§ About this task:
Each line of the data below that includes the string "scoring" must be copied.

§ Records to use:
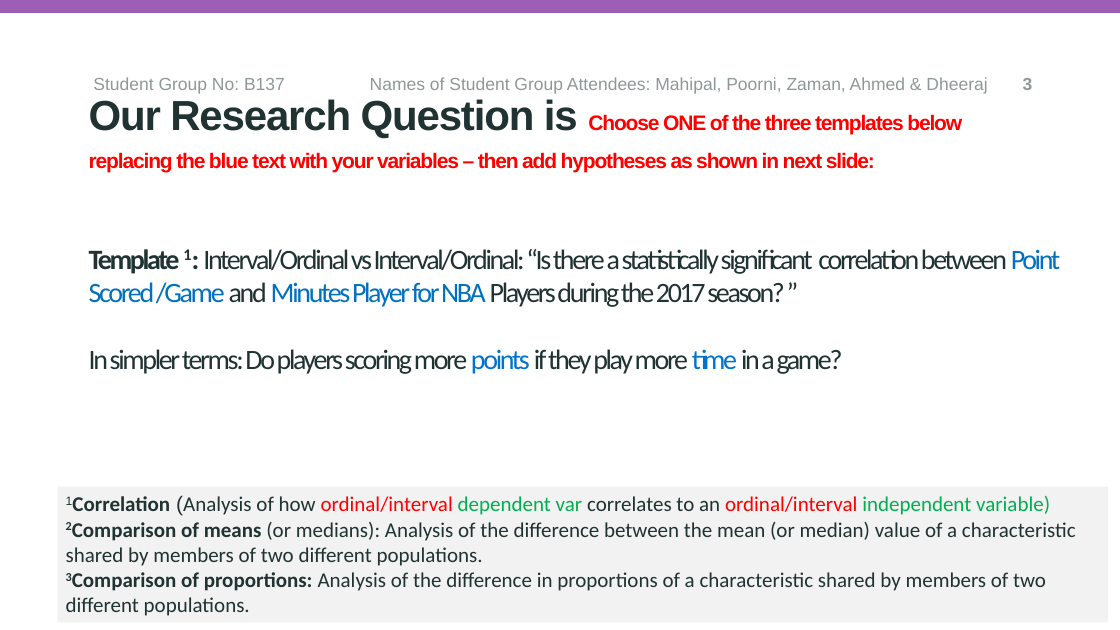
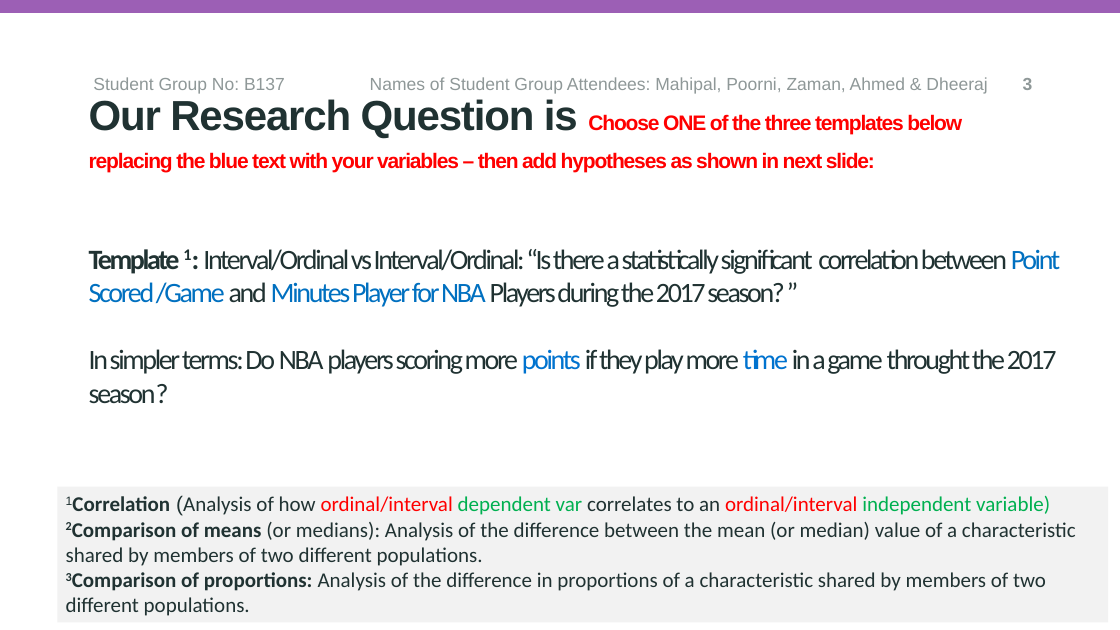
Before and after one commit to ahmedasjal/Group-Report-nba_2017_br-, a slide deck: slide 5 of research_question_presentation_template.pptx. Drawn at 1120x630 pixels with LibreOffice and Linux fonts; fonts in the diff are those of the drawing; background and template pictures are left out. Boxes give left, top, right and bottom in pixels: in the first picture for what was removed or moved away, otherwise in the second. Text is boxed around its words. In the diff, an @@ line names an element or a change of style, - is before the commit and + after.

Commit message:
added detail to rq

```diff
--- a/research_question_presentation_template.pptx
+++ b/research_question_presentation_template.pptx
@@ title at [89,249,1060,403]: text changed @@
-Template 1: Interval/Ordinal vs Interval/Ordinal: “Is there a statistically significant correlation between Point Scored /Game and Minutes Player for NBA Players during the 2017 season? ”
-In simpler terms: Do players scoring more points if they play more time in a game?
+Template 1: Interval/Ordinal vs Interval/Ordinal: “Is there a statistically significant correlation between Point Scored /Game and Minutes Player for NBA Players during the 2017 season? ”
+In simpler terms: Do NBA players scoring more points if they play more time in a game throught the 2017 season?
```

§ Response area:
-In simpler terms: Do players scoring more points if they play more time in a game?
+In simpler terms: Do NBA players scoring more points if they play more time in a game throught the 2017 season?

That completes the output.